Government loses votes on EU Withdrawal Bill in the Lords
The government’s EU Withdrawal Bill has been held up after losing three votes in the House of Lords.
The first amendment in the Lords, which passed by a 270 to 229 majority, would give EU citizens the automatic right to stay in the UK, rather than having to apply to the Home Office. It also guaranteed the receipt of physical documentation as evidence of their settled status.
Peers also backed calls to remove ministerial power to select which EU Court of Justice rulings can be disregarded by UK courts, and voted in favour of protecting the independence of the courts concerning EU case law after Brexit.
The government will seek to reverse the amendments when the Withdrawal Bill goes back to the House of Commons, and is likely to succeed given its strong majority.
The bill had passed through the Commons earlier in January without any alterations.
Over 2.7 million people have applied to the Home Office for settled status, and Liberal Democrat peer Lord Oates said that granting EU citizens the right to remain by default plus documentation confirming their status could avoid a “plethora of problems”, particularly after the damage caused by the Windrush scandal.
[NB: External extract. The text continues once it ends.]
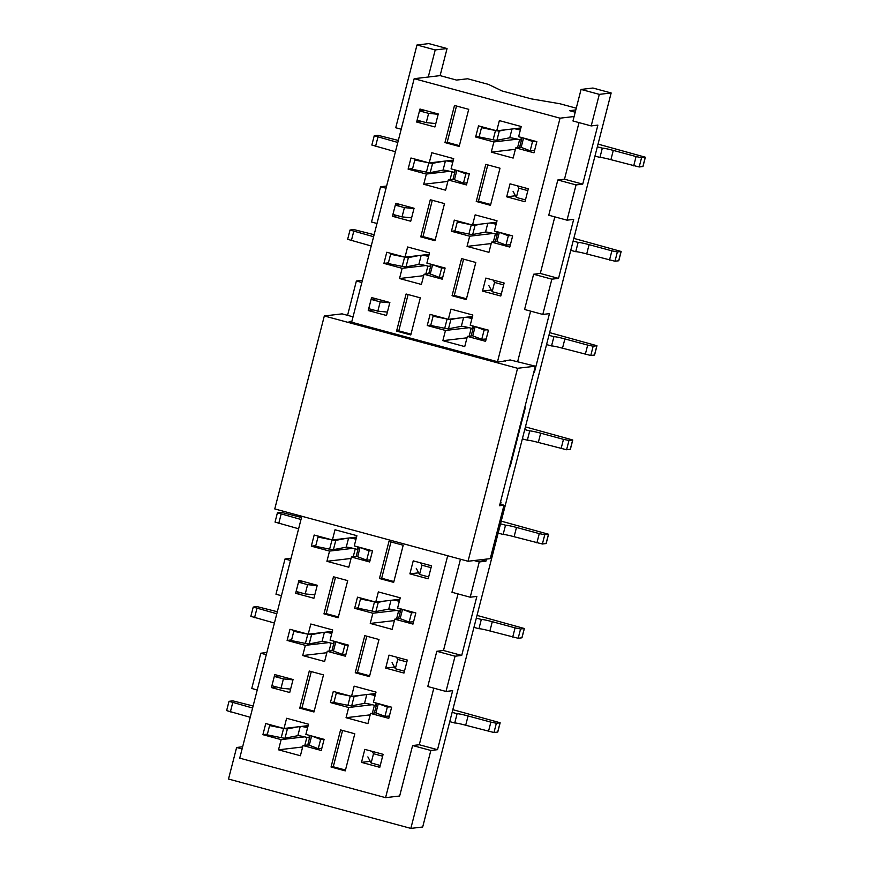 <?xml version="1.0" encoding="UTF-8"?>
<svg xmlns="http://www.w3.org/2000/svg" width="872" height="872" viewBox="0 0 872 872"><rect width="100%" height="100%" fill="white"/><g stroke="black" fill="none" stroke-linecap="round" stroke-linejoin="round"><path stroke-width="1.31" d="M353.04 316.819L342.097 313.865L324.319 315.958L274.767 508.932L468.035 561.263L517.576 368.289L535.364 366.196L510.175 359.951L498.664 362.022L349.16 321.539L351.907 321.212M324.319 315.958L517.576 368.289M535.364 366.196L499.536 505.727L503.983 505.204L490.26 558.636L468.035 561.263M505.542 361.204L505.738 360.474M503.983 505.204L499.95 504.114M309.527 738.104L308.873 737.919A9.603 0.687 -165.6 0 0 297.853 735.685L285.002 738.181A9.603 0.687 -165.6 0 1 281.22 737.668L267.214 734.856L269.59 725.569L283.607 728.393A9.603 0.687 -165.6 0 0 283.891 728.447M285.002 738.181L287.389 728.905A9.603 0.687 -165.6 0 1 284.032 728.48M250.21 717.285L226.633 710.604L229.02 701.328L232.813 700.848L253.12 705.993M371.134 762.989L373.521 753.713L382.634 756.188L380.257 765.463L371.134 762.989L367.875 756.896M321.768 748.449L318.269 748.677L309.255 745.266A9.603 0.687 -165.6 0 1 307.87 744.524L310.17 735.565M287.389 728.905L298.104 726.823M301.265 726.441A9.603 0.687 -165.6 0 1 307.598 727.706M309.255 745.266L311.631 735.99A9.603 0.687 -165.6 0 1 311.457 735.913M311.631 735.99L320.645 739.402L323.621 739.205M307.892 726.583L305.527 725.94M307.38 725.722L308.067 725.907L307.38 725.722M372.279 751.392L373.521 753.713M252.597 708.01L229.02 701.328M269.59 725.569L271.726 725.155M318.269 748.677L320.645 739.402M333.725 643.841L333.082 643.667A9.603 0.687 -165.6 0 0 322.051 641.421L309.211 643.918A9.603 0.687 -165.6 0 1 305.429 643.416L291.412 640.593L293.799 631.317L307.805 634.14A9.603 0.687 -165.6 0 0 308.089 634.195M309.211 643.918L311.587 634.642A9.603 0.687 -165.6 0 1 308.23 634.217M274.418 623.033L250.842 616.351L253.218 607.076L257.011 606.596L277.318 611.73M395.343 668.737L397.719 659.461L406.843 661.924L404.455 671.2L395.343 668.737L392.073 662.633M345.977 654.196L342.467 654.414L333.453 651.003A9.603 0.687 -165.6 0 1 332.079 650.272L334.379 641.312M311.587 634.642L322.313 632.56M325.474 632.189A9.603 0.687 -165.6 0 1 331.796 633.454M333.453 651.003L335.84 641.727A9.603 0.687 -165.6 0 1 335.655 641.661M335.84 641.727L344.843 645.138L347.819 644.953M332.09 632.32L329.725 631.688M331.578 631.47L332.265 631.655L331.578 631.47M396.477 657.139L397.719 659.461M276.795 613.746L253.218 607.076M293.799 631.317L295.924 630.903M342.467 654.414L344.843 645.138M378.154 703.573A9.603 0.687 14.4 0 0 378.328 703.639L387.342 707.05L384.955 716.326L375.941 712.914A9.603 0.687 14.4 0 1 374.568 712.184L376.868 703.224M390.307 706.865L387.342 707.05M452.132 712.359L457.113 713.699L454.737 722.986A9.603 0.687 14.4 0 1 465.703 725.232L493.977 732.524L497.77 732.055L500.157 722.768L452.819 709.655M500.157 722.768L496.364 723.248L490.871 722.125L468.079 715.956A9.603 0.687 14.4 0 0 457.113 713.699M279.4 675.833L274.299 676.443L283.411 678.907L292.981 679.844M374.906 693.6L375.592 693.785L374.906 693.6M375.418 694.461L373.053 693.818M338.423 692.815L336.287 693.229L350.293 696.052A9.603 0.687 14.4 0 0 350.577 696.107M351.798 696.325A9.603 0.687 14.4 0 0 354.076 696.554L360.55 695.3M375.134 695.573A9.603 0.687 14.4 0 0 369.183 694.276M274.299 676.443L271.911 685.719L281.024 688.182L283.411 678.907M376.214 705.753L375.57 705.579A9.603 0.687 14.4 0 0 364.54 703.333L351.699 705.83A9.603 0.687 14.4 0 1 347.917 705.328L333.9 702.505L336.287 693.229M290.594 689.12L281.024 688.182M449.745 721.635L454.737 722.986M384.955 716.326L389.37 716.054M402.352 609.31A9.603 0.687 14.4 0 0 402.526 609.375L411.54 612.787L409.153 622.074L400.15 618.651A9.603 0.687 14.4 0 1 398.766 617.921L401.066 608.961M414.516 612.602L411.54 612.787M476.33 618.095L481.311 619.447L478.935 628.723A9.603 0.687 14.4 0 1 489.901 630.968L518.175 638.271L521.979 637.792L524.355 628.516L477.028 615.403M524.355 628.516L520.562 628.995L515.08 627.862L492.288 621.692A9.603 0.687 14.4 0 0 481.311 619.447M303.598 581.58L298.497 582.18L307.609 584.654L317.179 585.581M399.114 599.347L399.79 599.533L399.114 599.347M399.616 600.198L397.261 599.565M362.621 598.552L360.485 598.966L374.502 601.789A9.603 0.687 14.4 0 0 374.786 601.844M375.995 602.072A9.603 0.687 14.4 0 0 378.285 602.301L384.748 601.037M399.332 601.309A9.603 0.687 14.4 0 0 393.381 600.023M298.497 582.18L296.109 591.456L305.233 593.93L307.609 584.654M400.422 611.49L399.768 611.316A9.603 0.687 14.4 0 0 388.738 609.081L375.897 611.577A9.603 0.687 14.4 0 1 372.115 611.065L358.109 608.242L360.485 598.966M314.803 594.857L305.233 593.93M473.954 627.371L478.935 628.723M409.153 622.074L413.579 621.791M357.934 549.578L357.28 549.404A9.603 0.687 -165.6 0 0 346.249 547.169L333.409 549.665A9.603 0.687 -165.6 0 1 329.627 549.153L315.62 546.33L317.997 537.054L332.014 539.877A9.603 0.687 -165.6 0 0 332.287 539.932M333.409 549.665L335.785 540.389A9.603 0.687 -165.6 0 1 332.428 539.964M298.616 528.77L275.04 522.088L277.416 512.812L281.22 512.333L301.516 517.478M419.541 574.474L421.928 565.198L431.041 567.661L428.653 576.948L419.541 574.474L416.271 568.37M370.175 559.933L366.665 560.162L357.662 556.75A9.603 0.687 -165.6 0 1 356.277 556.009L358.577 547.049M335.785 540.389L346.511 538.297M349.672 537.926A9.603 0.687 -165.6 0 1 356.005 539.19M357.662 556.75L360.038 547.463A9.603 0.687 -165.6 0 1 359.863 547.398M360.038 547.463L369.052 550.875L372.017 550.69M356.288 538.068L353.934 537.425M355.787 537.207L356.463 537.392L355.787 537.207M420.685 562.876L421.928 565.198M301.003 519.494L277.416 512.812M317.997 537.054L320.133 536.64M366.665 560.162L369.052 550.875M500.539 523.832L505.52 525.184L503.133 534.46A9.603 0.687 14.4 0 1 514.109 536.716L542.384 544.008L546.177 543.529L548.564 534.253L501.226 521.14M548.564 534.253L544.76 534.732L539.278 533.61L516.486 527.44A9.603 0.687 14.4 0 0 505.52 525.184M498.152 533.119L503.133 534.46M524.737 429.58L529.718 430.932L527.342 440.207A9.603 0.687 14.4 0 1 538.307 442.453L566.582 449.756L570.375 449.276L572.762 440L525.424 426.888M572.762 440L568.958 440.469L563.476 439.346L540.684 433.177A9.603 0.687 14.4 0 0 529.718 430.932M522.35 438.856L527.342 440.207M474.957 326.531A9.603 0.687 14.4 0 0 475.131 326.608L484.145 330.019L481.758 339.295L472.755 335.884A9.603 0.687 14.4 0 1 471.371 335.142L473.67 326.183M487.11 329.823L484.145 330.019M548.935 335.317L553.916 336.668L551.54 345.944A9.603 0.687 14.4 0 1 562.505 348.201L590.78 355.493L594.584 355.013L596.96 345.737L549.633 332.624M596.96 345.737L593.167 346.217L587.684 345.094L564.893 338.914A9.603 0.687 14.4 0 0 553.916 336.668M376.203 298.802L371.101 299.401L380.214 301.875L389.784 302.802M471.719 316.569L472.395 316.754L471.719 316.569M472.221 317.43L469.866 316.787M435.226 315.773L433.09 316.187L447.107 319.01A9.603 0.687 14.4 0 0 447.391 319.065M448.6 319.294A9.603 0.687 14.4 0 0 450.889 319.523L457.353 318.258M471.937 318.531A9.603 0.687 14.4 0 0 465.986 317.245M371.101 299.401L368.714 308.677L377.838 311.151L380.214 301.875M473.027 328.722L472.373 328.537A9.603 0.687 14.4 0 0 461.343 326.302L448.502 328.798A9.603 0.687 14.4 0 1 444.72 328.286L430.714 325.463L433.09 316.187M387.408 312.089L377.838 311.151M546.559 344.593L551.54 345.944M481.758 339.295L486.184 339.012M430.539 266.81L429.885 266.625A9.603 0.687 -165.6 0 0 418.854 264.39L406.014 266.887A9.603 0.687 -165.6 0 1 402.232 266.374L388.225 263.562L390.602 254.275L404.619 257.098A9.603 0.687 -165.6 0 0 404.891 257.153M406.014 266.887L408.39 257.611A9.603 0.687 -165.6 0 1 405.033 257.185M371.221 245.991L347.645 239.31L350.021 230.034L353.825 229.554L374.121 234.699M492.146 291.695L494.533 282.419L503.645 284.893L501.258 294.169L492.146 291.695L488.876 285.602M442.78 277.154L439.27 277.383L430.256 273.971A9.603 0.687 -165.6 0 1 428.882 273.23L431.182 264.281M408.39 257.611L419.116 255.529M422.277 255.147A9.603 0.687 -165.6 0 1 428.61 256.423M430.256 273.971L432.643 264.696A9.603 0.687 -165.6 0 1 432.468 264.619M432.643 264.696L441.657 268.107L444.622 267.911M428.893 255.289L426.539 254.646M428.392 254.428L429.068 254.613L428.392 254.428M493.29 280.097L494.533 282.419M373.608 236.715L350.021 230.034M390.602 254.275L392.738 253.861M439.27 277.383L441.657 268.107M499.155 232.279A9.603 0.687 14.4 0 0 499.329 232.344L508.343 235.756L505.967 245.032L496.953 241.62A9.603 0.687 14.4 0 1 495.579 240.89L497.879 231.93M511.319 235.571L508.343 235.756M573.133 241.064L578.125 242.405L575.738 251.692A9.603 0.687 14.4 0 1 586.714 253.937L614.989 261.229L618.782 260.761L621.158 251.474L573.831 238.372M621.158 251.474L617.365 251.954L611.882 250.831L589.091 244.661A9.603 0.687 14.4 0 0 578.125 242.405M400.412 204.549L395.299 205.149L404.423 207.612L413.982 208.55M495.917 222.305L496.593 222.491L495.917 222.305M496.43 223.167L494.064 222.524M459.424 221.521L457.299 221.935L471.305 224.758A9.603 0.687 14.4 0 0 471.589 224.813M472.798 225.041A9.603 0.687 14.4 0 0 475.087 225.259L481.562 224.006M496.135 224.278A9.603 0.687 14.4 0 0 490.184 222.981M395.299 205.149L392.923 214.425L402.036 216.888L404.423 207.612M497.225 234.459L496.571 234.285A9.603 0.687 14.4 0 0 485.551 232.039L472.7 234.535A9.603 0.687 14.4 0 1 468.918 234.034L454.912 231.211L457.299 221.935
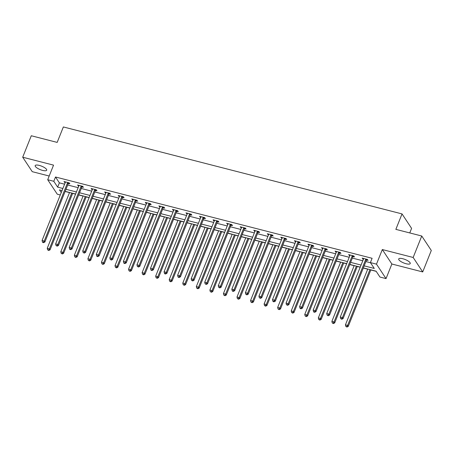 <?xml version="1.0" encoding="UTF-8"?>
<svg xmlns="http://www.w3.org/2000/svg" width="454" height="454" viewBox="0 0 454 454"><rect width="100%" height="100%" fill="white"/><g stroke="black" fill="none" stroke-linecap="round" stroke-linejoin="round"><path stroke-width="0.68" d="M42.597 170.403A6.203 1.861 -158.2 0 0 46.705 170.205A6.203 1.861 -158.2 0 0 39.294 165.404A6.203 1.861 -158.2 0 0 35.185 165.597A6.203 1.861 -158.2 0 0 42.597 170.403M406.126 263.746A6.203 1.861 -158.2 0 0 410.234 263.547A6.203 1.861 -158.2 0 0 402.823 258.74A6.203 1.861 -158.2 0 0 398.714 258.939A6.203 1.861 -158.2 0 0 406.126 263.746M60.28 194.965L57.261 194.187L47.71 179.727L53.788 181.288L57.664 187.15L62.873 188.489M409.763 232.936L411.591 228.373L402.034 213.913L63.356 126.95L57.176 142.403L31.286 135.752L22.7 157.215L32.251 171.674L49.191 176.021M402.034 213.913L395.854 229.361L421.749 236.012L431.3 250.472L422.714 271.935L413.163 257.469L382.319 249.552L376.485 264.143L386.036 278.608L379.953 277.048L376.082 271.18L363.353 267.917M382.319 249.552L391.87 264.012L422.714 271.935M391.87 264.012L386.036 278.608M65.109 191.469L69.519 192.604M72.629 193.404L75.551 194.153M78.667 194.953L83.071 196.083M86.181 196.883L89.109 197.632M92.219 198.432L96.623 199.561M99.738 200.362L102.661 201.111M105.776 201.911L110.18 203.046M113.29 203.84L116.218 204.595M119.328 205.395L123.732 206.525M126.848 207.325L129.77 208.074M132.88 208.874L137.29 210.003M140.4 210.804L143.322 211.553M146.438 212.353L150.841 213.482M153.951 214.282L156.88 215.037M159.99 215.832L164.393 216.967M167.509 217.761L170.432 218.516M173.547 219.316L177.951 220.445M181.061 221.246L183.989 221.995M187.099 222.795L191.503 223.924M194.618 224.724L197.541 225.473M200.651 226.274L205.06 227.403M208.17 228.203L211.093 228.958M214.209 229.752L218.612 230.887M221.722 231.682L224.651 232.437M227.76 233.237L232.164 234.366M235.28 235.166L238.202 235.915M241.318 236.716L245.722 237.845M248.832 238.645L251.76 239.394M254.87 240.194L259.274 241.324M262.389 242.124L265.312 242.879M268.422 243.673L272.831 244.808M275.941 245.608L278.864 246.357M281.979 247.158L286.383 248.287M289.493 249.087L292.421 249.836M295.531 250.636L299.941 251.766M303.051 252.566L305.973 253.315M309.089 254.115L313.493 255.244M316.603 256.045L319.531 256.799M322.641 257.594L327.045 258.729M330.16 259.529L333.083 260.278M336.193 261.078L340.602 262.208M343.712 263.008L346.635 263.757M349.75 264.557L354.154 265.686M357.264 266.487L360.192 267.236M363.302 268.036L367.712 269.171M370.822 269.965L376.19 271.344M421.749 236.012L413.163 257.469M364.176 265.851L374.272 268.445L370.402 262.582L372.115 258.292L55.507 176.998L59.378 182.86L64.587 184.199M67.703 184.994L78.145 187.678M81.255 188.478L91.697 191.157M94.812 191.957L105.254 194.635M108.364 195.436L118.806 198.12M121.916 198.914L132.358 201.599M135.474 202.399L145.916 205.077M149.026 205.878L159.468 208.556M162.583 209.356L173.025 212.041M176.135 212.835L186.577 215.519M189.687 216.32L200.129 218.998M203.244 219.798L213.686 222.477M216.796 223.277L227.238 225.961M230.354 226.762L240.796 229.44M243.906 230.24L254.348 232.919M257.458 233.719L267.9 236.398M271.015 237.198L281.457 239.882M284.567 240.682L295.009 243.361M298.125 244.161L308.567 246.84M311.677 247.64L322.119 250.324M325.229 251.119L335.671 253.803M338.786 254.603L349.228 257.282M352.338 258.082L362.78 260.761M365.896 261.561L370.509 262.747M366.628 260.046L368.029 260.409L367.388 259.427L362.173 258.093L363.399 259.217M353.07 256.567L354.478 256.924L353.831 255.948L348.621 254.609L349.847 255.738M339.518 253.082L340.926 253.446L340.279 252.469L335.063 251.13L336.289 252.254M325.961 249.604L327.368 249.967L326.721 248.991L321.511 247.651L322.737 248.775M312.409 246.125L313.816 246.488L313.169 245.506L307.954 244.173L308.601 245.149L309.185 245.296M298.857 242.646L300.259 243.004L299.617 242.027L294.402 240.688L295.628 241.817M285.299 239.162L286.707 239.525L286.06 238.549L280.85 237.209L281.491 238.185L282.076 238.333M271.747 235.683L273.155 236.046L272.508 235.07L267.293 233.731L268.518 234.854M258.19 232.204L259.597 232.567L258.95 231.585L253.741 230.246L254.966 231.375M244.638 228.725L246.045 229.083L245.398 228.107L240.183 226.767L241.414 227.897M231.086 225.241L232.488 225.604L231.846 224.628L226.631 223.289L227.857 224.412M217.528 221.762L218.936 222.125L218.289 221.149L213.079 219.81L213.721 220.786L214.305 220.933M203.977 218.283L205.384 218.641L204.737 217.665L199.522 216.325L200.747 217.455M190.419 214.804L191.826 215.162L191.179 214.186L185.97 212.847L187.196 213.976M176.867 211.32L178.274 211.683L177.627 210.707L172.412 209.368L173.638 210.491M163.315 207.841L164.717 208.204L164.076 207.228L158.86 205.889L160.086 207.013M149.758 204.362L151.165 204.72L150.518 203.744L145.308 202.405L145.95 203.386L146.534 203.534M136.206 200.884L137.613 201.241L136.966 200.265L131.751 198.926L132.977 200.055M122.648 197.399L124.055 197.762L123.409 196.786L118.199 195.447L119.425 196.571M109.096 193.92L110.504 194.284L109.857 193.302L104.641 191.968L105.867 193.092M95.544 190.442L96.946 190.799L96.305 189.823L91.089 188.484L92.315 189.613M81.987 186.963L83.394 187.32L82.747 186.344L77.538 185.005L78.763 186.134M68.435 183.478L69.842 183.842L69.195 182.866L63.98 181.526L65.206 182.65M47.71 179.727L53.544 165.131L22.7 157.215M55.507 176.998L53.788 181.288M370.402 262.582L376.485 264.143M62.05 190.549L59.468 189.886L61.239 192.57M360.238 267.117L349.796 264.432M346.686 263.632L336.244 260.954M333.134 260.153L322.692 257.475M319.576 256.675L309.134 253.99M306.024 253.196L295.582 250.512M292.467 249.711L282.025 247.033M278.915 246.233L268.473 243.554M265.363 242.754L254.921 240.07M251.805 239.275L241.363 236.591M238.254 235.791L227.812 233.112M224.696 232.312L214.254 229.633M211.144 228.833L200.702 226.149M197.592 225.354L187.15 222.67M184.035 221.87L173.593 219.191M170.483 218.391L160.041 215.712M156.925 214.912L146.483 212.228M143.373 211.433L132.931 208.749M129.821 207.949L119.379 205.27M116.264 204.47L105.822 201.792M102.712 200.991L92.27 198.307M89.154 197.513L78.712 194.828M75.602 194.028L65.16 191.35M65.983 189.29L76.425 191.968M79.541 192.768L89.983 195.447M93.093 196.247L103.535 198.931M106.645 199.732L117.087 202.41M120.202 203.21L130.644 205.889M133.754 206.689L144.196 209.368M147.312 210.168L157.754 212.852M160.864 213.652L171.306 216.331M174.415 217.131L184.857 219.81M187.973 220.61L198.415 223.294M201.525 224.089L211.967 226.773M215.083 227.573L225.524 230.252M228.634 231.052L239.076 233.731M242.186 234.531L252.628 237.215M255.744 238.01L266.186 240.694M269.296 241.494L279.738 244.173M282.853 244.973L293.295 247.651M296.405 248.452L306.847 251.136M309.957 251.93L320.399 254.615M323.515 255.415L333.957 258.093M337.067 258.894L347.509 261.572M350.624 262.372L361.066 265.057M59.378 182.86L57.664 187.15M363.115 258.332L362.82 259.069M349.557 254.853L349.262 255.585M336.005 251.374L335.71 252.106M322.448 247.89L322.158 248.627M308.896 244.411L308.601 245.149M295.344 240.932L295.049 241.664M281.786 237.453L281.491 238.185M268.235 233.969L267.939 234.707M254.677 230.49L254.388 231.228M241.125 227.011L240.83 227.743M227.573 223.527L227.278 224.265M214.016 220.048L213.721 220.786M200.464 216.569L200.169 217.307M186.906 213.091L186.617 213.823M173.354 209.606L173.059 210.344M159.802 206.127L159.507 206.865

Currently, EU nationals have until the end of June 2021 to apply for the right to remain.
Lord Oates said: "This amendment simply seeks to uphold the promise repeatedly made by Boris Johnson that the rights of EU citizens to remain in the UK would be automatically guaranteed.
"It would remove the risk that those who failed to meet the cut-off deadline would be automatically criminalised and subject to deportation.”
The cabinet has reassured that EU citizens will not automatically face deportation if they fail to apply for settled status before the cut-off point.